Simple condition: ch == " " || ch == "\t" (OR pattern)
Single carrier: i (position counter)
Body-local: ch (character)
continue before carrier update

Normalized shape:

EnvLayout: { i: int }
StepSchedule: [HeaderCond, BodyInit(ch), ContinueCheck, Updates(process), Tail(i++)]

Normalized Components for P4

StepScheduleBox Extension

P2/P3 steps (existing):

enum StepKind {
    HeaderCond,   // loop(cond)
    BodyInit,     // local ch = ...
    BreakCheck,   // if (cond) break  (P2)
    IfCond,       // if (cond) in body  (P3)
    ThenUpdates,  // carrier updates (P3)
    Updates,      // carrier updates
    Tail,         // i = i + 1
}

P4 addition:

enum StepKind {
    // ... existing ...

    ContinueCheck,  // if (cond) continue  (P4)
}

P4 schedule:

// _parse_array skip whitespace pattern
[HeaderCond, BodyInit, ContinueCheck, Updates, Tail]

// vs P2 pattern
[HeaderCond, BodyInit, BreakCheck, Updates, Tail]

// Observation: Same structure, different check semantics!

JpInst Reuse

No new JpInst needed!
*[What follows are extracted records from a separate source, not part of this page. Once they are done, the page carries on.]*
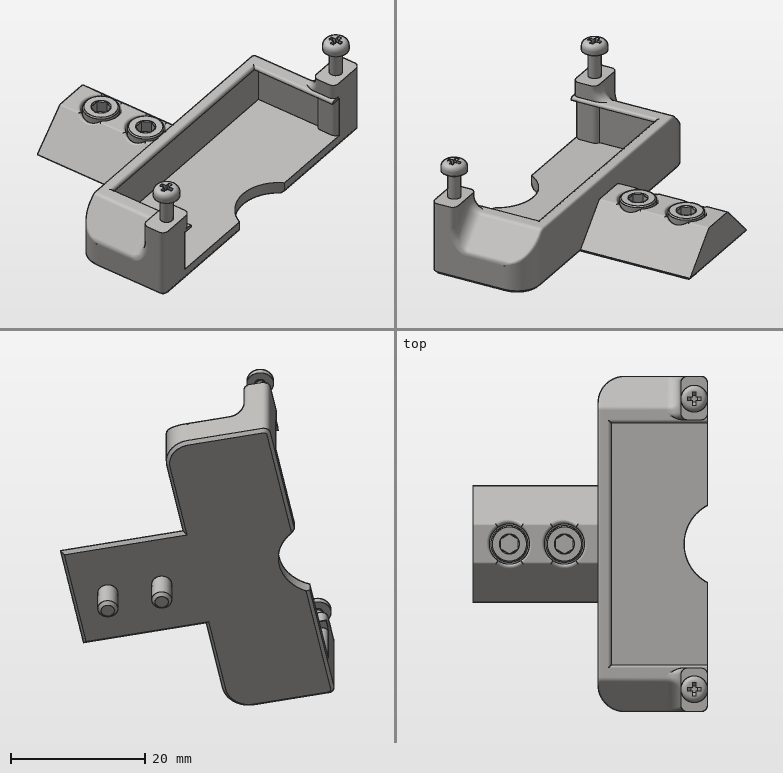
import cadquery as cq
import math

TRAY_LEFT = 18.65
TRAY_RIGHT = 35.0
TRAY_HALF_WIDTH = 25.0
WALL_TOP = 9.5
CREST_Y = 20.35
SHOULDER_Z = WALL_TOP - (TRAY_HALF_WIDTH - CREST_Y)
REAR_CORNER_RADIUS = 4.0
EDGE_RADIUS = 1.0
BOTTOM_CHAMFER = 0.5
RIM_RADIUS = 0.4

FLOOR_Z = 2.0
LIP_BOTTOM = 9.0
WALL_THICKNESS = 1.5
LIP_OVERHANG = 0.5
LIP_RADIUS = 0.5
LIP_X = TRAY_LEFT + WALL_THICKNESS + LIP_OVERHANG
LIP_HALF_WIDTH = 18.0
POCKET_HALF_WIDTH = 19.75
COLUMN_INNER_Y = 19.15

LUG_TOP = 12.0
LUG_LENGTH = 4.0
LUG_LEFT = TRAY_RIGHT - LUG_LENGTH
LUG_INNER_Y = LIP_HALF_WIDTH + LIP_RADIUS
LUG_FOOT_RADIUS = 2.0

NOTCH_RADIUS = 6.5
NOTCH_DEPTH = 3.5

ARM_HALF_WIDTH = 8.7
ARM_TOP = 6.35
ARM_TOE_HEIGHT = 0.55
ARM_TOP_HALF_WIDTH = ARM_HALF_WIDTH - (ARM_TOP - ARM_TOE_HEIGHT)
ARM_EDGE_RADIUS = 0.4

CLAMP_X = (5.45, 13.65)
CLAMP_HEAD_DIAMETER = 5.5
CLAMP_HEAD_TOP = 6.55
CLAMP_HEAD_HEIGHT = 3.0
CLAMP_HEAD_CHAMFER = 0.2
CLAMP_SEAT = CLAMP_HEAD_TOP - CLAMP_HEAD_HEIGHT
CLAMP_SHANK_DIAMETER = 3.0
CLAMP_BOTTOM = -4.45
CLAMP_TIP_CHAMFER = 0.5
CLAMP_RECESS_DIAMETER = 6.0
CLAMP_MOUTH_RADIUS = 0.4
HEX_ACROSS_FLATS = 2.6
HEX_DEPTH = 2.0
HEX_MOUTH_DIAMETER = 3.0

LID_X = 33.0
LID_Y = 21.65
LID_HEAD_DIAMETER = 4.0
LID_HEAD_TOP = 17.9
LID_HEAD_HEIGHT = 1.5
LID_HEAD_RADIUS = 0.9
LID_NECK_DIAMETER = 1.6
LID_NECK_HEIGHT = 0.5
LID_SHANK_DIAMETER = 2.0
LID_SHANK_CHAMFER = 0.1
LID_BOTTOM = 6.0
CROSS_LENGTH = 2.05
CROSS_FLOOR_LENGTH = 1.0
CROSS_WIDTH = 0.55
CROSS_DEPTH = 0.9

SIDES = (1, -1)
CLEARANCE = 0.5


def box(x_min, x_max, y_min, y_max, z_min, z_max):
    """Axis-aligned block given by its limits."""
    size = (x_max - x_min, y_max - y_min, z_max - z_min)
    return cq.Workplane("XY").box(*size, centered=False).translate((x_min, y_min, z_min))


def post(diameter, x, y, z_min, z_max):
    """Upright cylinder."""
    return cq.Workplane("XY", origin=(x, y, z_min)).circle(diameter / 2).extrude(z_max - z_min)


def edges_at(body, *points):
    """Select the edge of the body nearest to each point."""
    targets = [cq.Vertex.makeVertex(*point) for point in points]
    edges = body.edges().vals()
    return body.newObject([min(edges, key=target.distance) for target in targets])


def make_block():
    """Block with 45 degree end slopes and a lug on each end, hollowed from the top and +X."""
    profile = [
        (-TRAY_HALF_WIDTH, 0),
        (TRAY_HALF_WIDTH, 0),
        (TRAY_HALF_WIDTH, SHOULDER_Z),
        (CREST_Y, WALL_TOP),
        (-CREST_Y, WALL_TOP),
        (-TRAY_HALF_WIDTH, SHOULDER_Z),
    ]
    block = (
        cq.Workplane("YZ", origin=(TRAY_LEFT, 0, 0))
        .polyline(profile).close().extrude(TRAY_RIGHT - TRAY_LEFT)
    )
    block = block.union(
        box(LUG_LEFT, TRAY_RIGHT, -TRAY_HALF_WIDTH, TRAY_HALF_WIDTH, 0, LUG_TOP)
    )
    return block.cut(box(
        TRAY_LEFT + WALL_THICKNESS, TRAY_RIGHT + CLEARANCE,
        -LUG_INNER_Y, LUG_INNER_Y, FLOOR_Z, LUG_TOP + CLEARANCE,
    ))


def make_column(side):
    """Lug column standing in the pocket below the lip."""
    y_min, y_max = sorted((side * COLUMN_INNER_Y, side * TRAY_HALF_WIDTH))
    column = box(LUG_LEFT, TRAY_RIGHT, y_min, y_max, FLOOR_Z, LIP_BOTTOM)
    z_middle = (FLOOR_Z + LIP_BOTTOM) / 2
    y = side * COLUMN_INNER_Y
    return edges_at(column, (LUG_LEFT, y, z_middle), (TRAY_RIGHT, y, z_middle)).fillet(EDGE_RADIUS)


def make_pocket():
    """Undercut space below the lip, narrowed by the lug columns."""
    pocket = box(
        TRAY_LEFT + WALL_THICKNESS, TRAY_RIGHT + CLEARANCE,
        -POCKET_HALF_WIDTH, POCKET_HALF_WIDTH, FLOOR_Z, LIP_BOTTOM,
    )
    for side in SIDES:
        pocket = pocket.cut(make_column(side))
    return pocket


def make_lip():
    """Ledge over the pocket whose inner edge is a quarter round as high as the ledge."""
    blank = box(
        TRAY_LEFT + WALL_THICKNESS / 2, TRAY_RIGHT,
        -POCKET_HALF_WIDTH, POCKET_HALF_WIDTH, FLOOR_Z, WALL_TOP,
    )
    blank = blank.cut(box(LIP_X, TRAY_RIGHT, -LIP_HALF_WIDTH, LIP_HALF_WIDTH, FLOOR_Z, WALL_TOP))
    x_middle = (LIP_X + TRAY_RIGHT) / 2
    inner_edges = [(LIP_X, 0, WALL_TOP)]
    inner_edges += [(x_middle, side * LIP_HALF_WIDTH, WALL_TOP) for side in SIDES]
    blank = edges_at(blank, *inner_edges).fillet(LIP_RADIUS)
    return blank.intersect(
        box(TRAY_LEFT, TRAY_RIGHT, -POCKET_HALF_WIDTH, POCKET_HALF_WIDTH, LIP_BOTTOM, WALL_TOP)
    )


def round_outside(body):
    """Round the crests, lug feet, end edges, rear corners and rear rim."""
    x_middle = (TRAY_LEFT + LUG_LEFT) / 2
    z_lug = (WALL_TOP + LUG_TOP) / 2
    foot_y = (CREST_Y + TRAY_HALF_WIDTH) / 2
    foot_z = (WALL_TOP + SHOULDER_Z) / 2
    body = edges_at(body, *[(x_middle, s * CREST_Y, WALL_TOP) for s in SIDES]).fillet(EDGE_RADIUS)
    body = edges_at(body, *[(LUG_LEFT, s * foot_y, foot_z) for s in SIDES]).fillet(LUG_FOOT_RADIUS)
    body = edges_at(body, *[(LUG_LEFT, s * TRAY_HALF_WIDTH, z_lug) for s in SIDES]).fillet(EDGE_RADIUS)
    body = edges_at(body, *[(LUG_LEFT, s * LUG_INNER_Y, LUG_TOP - 0.25) for s in SIDES]).fillet(EDGE_RADIUS)
    body = edges_at(body, *[(TRAY_RIGHT, s * LUG_INNER_Y, z_lug) for s in SIDES]).fillet(EDGE_RADIUS)
    envelope = box(TRAY_LEFT, TRAY_RIGHT, -TRAY_HALF_WIDTH, TRAY_HALF_WIDTH, 0, LUG_TOP)
    envelope = envelope.edges("|Z and <X").fillet(REAR_CORNER_RADIUS)
    envelope = envelope.edges("|Z and >X").fillet(EDGE_RADIUS)
    body = body.intersect(envelope)
    return edges_at(body, (TRAY_LEFT, 0, WALL_TOP)).fillet(RIM_RADIUS)


def make_arm():
    """Dovetail bar along X with 45 degree flanks."""
    profile = [
        (-ARM_HALF_WIDTH, 0),
        (ARM_HALF_WIDTH, 0),
        (ARM_HALF_WIDTH, ARM_TOE_HEIGHT),
        (ARM_TOP_HALF_WIDTH, ARM_TOP),
        (-ARM_TOP_HALF_WIDTH, ARM_TOP),
        (-ARM_HALF_WIDTH, ARM_TOE_HEIGHT),
    ]
    arm = cq.Workplane("YZ").polyline(profile).close().extrude(TRAY_LEFT)
    return arm.edges("|X and >Z").fillet(ARM_EDGE_RADIUS)


def make_housing():
    """Tray, lugs and arm in one piece, with the screw holes and the notch."""
    body = round_outside(make_block())
    body = body.cut(make_pocket())
    body = body.union(make_lip())
    body = body.union(make_arm())
    body = body.faces("<Z").chamfer(BOTTOM_CHAMFER)

    notch_x = TRAY_RIGHT - NOTCH_DEPTH + NOTCH_RADIUS
    body = body.cut(post(2 * NOTCH_RADIUS, notch_x, 0, -CLEARANCE, FLOOR_Z + CLEARANCE))

    for x in CLAMP_X:
        body = body.cut(post(CLAMP_RECESS_DIAMETER, x, 0, CLAMP_SEAT, ARM_TOP + CLEARANCE))
        body = edges_at(body, (x - CLAMP_RECESS_DIAMETER / 2, 0, ARM_TOP)).fillet(CLAMP_MOUTH_RADIUS)
        body = body.cut(post(CLAMP_SHANK_DIAMETER, x, 0, -CLEARANCE, CLAMP_SEAT))
    for side in SIDES:
        body = body.cut(post(LID_SHANK_DIAMETER, LID_X, side * LID_Y, LID_BOTTOM, LUG_TOP + CLEARANCE))
    return body


def make_clamp_screw(x):
    """Cylinder-head screw with a hexagon socket."""
    head = post(CLAMP_HEAD_DIAMETER, x, 0, CLAMP_SEAT, CLAMP_HEAD_TOP)
    head = head.faces(">Z").chamfer(CLAMP_HEAD_CHAMFER)
    shank = post(CLAMP_SHANK_DIAMETER, x, 0, CLAMP_BOTTOM, CLAMP_SEAT)
    shank = shank.faces("<Z").chamfer(CLAMP_TIP_CHAMFER)

    corner_diameter = HEX_ACROSS_FLATS / math.cos(math.radians(30))
    socket = (
        cq.Workplane("XY", origin=(x, 0, CLAMP_HEAD_TOP - HEX_DEPTH))
        .transformed(rotate=(0, 0, 30))
        .polygon(6, corner_diameter).extrude(HEX_DEPTH)
    )
    mouth = cq.Workplane("XY").add(cq.Solid.makeCone(
        0, HEX_MOUTH_DIAMETER / 2, HEX_MOUTH_DIAMETER / 2,
        pnt=cq.Vector(x, 0, CLAMP_HEAD_TOP - HEX_MOUTH_DIAMETER / 2),
    ))
    return head.union(shank).cut(socket).cut(mouth)


def make_lid_screw(side):
    """Pan-head screw with a cross recess and a waist below the head."""
    y = side * LID_Y
    head_bottom = LID_HEAD_TOP - LID_HEAD_HEIGHT
    shank_top = head_bottom - LID_NECK_HEIGHT
    head = post(LID_HEAD_DIAMETER, LID_X, y, head_bottom, LID_HEAD_TOP)
    head = head.faces(">Z").edges().fillet(LID_HEAD_RADIUS)
    neck = post(LID_NECK_DIAMETER, LID_X, y, shank_top, head_bottom)
    shank = post(LID_SHANK_DIAMETER, LID_X, y, LID_BOTTOM, shank_top)
    shank = shank.faces(">Z").chamfer(LID_SHANK_CHAMFER)

    slot = (
        cq.Workplane("XZ")
        .polyline([
            (-CROSS_LENGTH / 2, 0),
            (CROSS_LENGTH / 2, 0),
            (CROSS_FLOOR_LENGTH / 2, -CROSS_DEPTH),
            (-CROSS_FLOOR_LENGTH / 2, -CROSS_DEPTH),
        ])
        .close().extrude(CROSS_WIDTH / 2, both=True)
    )
    cross = slot.union(slot.rotate((0, 0, 0), (0, 0, 1), 90)).translate((LID_X, y, LID_HEAD_TOP))
    return head.union(neck).union(shank).cut(cross)


housing = make_housing()
clamp_screws = [make_clamp_screw(x) for x in CLAMP_X]
lid_screws = [make_lid_screw(side) for side in SIDES]
result = cq.Compound.makeCompound(
    [housing.val()] + [screw.val() for screw in clamp_screws + lid_screws]
)

P4 uses existing instructions:

// P2 break:
If { cond, then_target: k_exit, else_target: continue_body }

// P4 continue:
If { cond, then_target: loop_step_with_tail, else_target: process_body }

Key: continue = immediate TailCallFn(loop_step, ...), not a new instruction.

EnvLayout (Same as P2)

P2 example:

struct Pattern2Env {
    i: int,      // loop param
    sum: int,    // carrier
}

P4 example (identical structure):

struct Pattern4Env {
    i: int,      // loop param (position counter)
    // No additional carriers for skip whitespace
}

No new fields needed - P4 carriers work same as P2/P3.

Architecture: Unified Normalized

┌──────────────────────────────────────────┐
│   Structured JoinIR (Pattern1-4 共通)    │
│  - ConditionEnv (P2/P3/P4 統一)          │
│  - CarrierInfo                           │
│  - ExitLine/Boundary                     │
└──────────────┬───────────────────────────┘
               │
               ▼
┌──────────────────────────────────────────┐
│   Normalized JoinIR (Pattern1-4 共通)    │  ← P4 もここに載る！
│  - EnvLayout (P2 完成 → P3/P4 拡張)      │
│  - JpInst/JpOp (既存で対応済み)          │
│  - StepScheduleBox (ContinueCheck 追加)   │
└──────────────┬───────────────────────────┘
               │
               ▼
┌──────────────────────────────────────────┐
│   MIR (Pattern1-4 共通)                  │
└──────────────────────────────────────────┘

Implementation Strategy

Phase 48-A: Minimal _parse_array skip whitespace (dev-only)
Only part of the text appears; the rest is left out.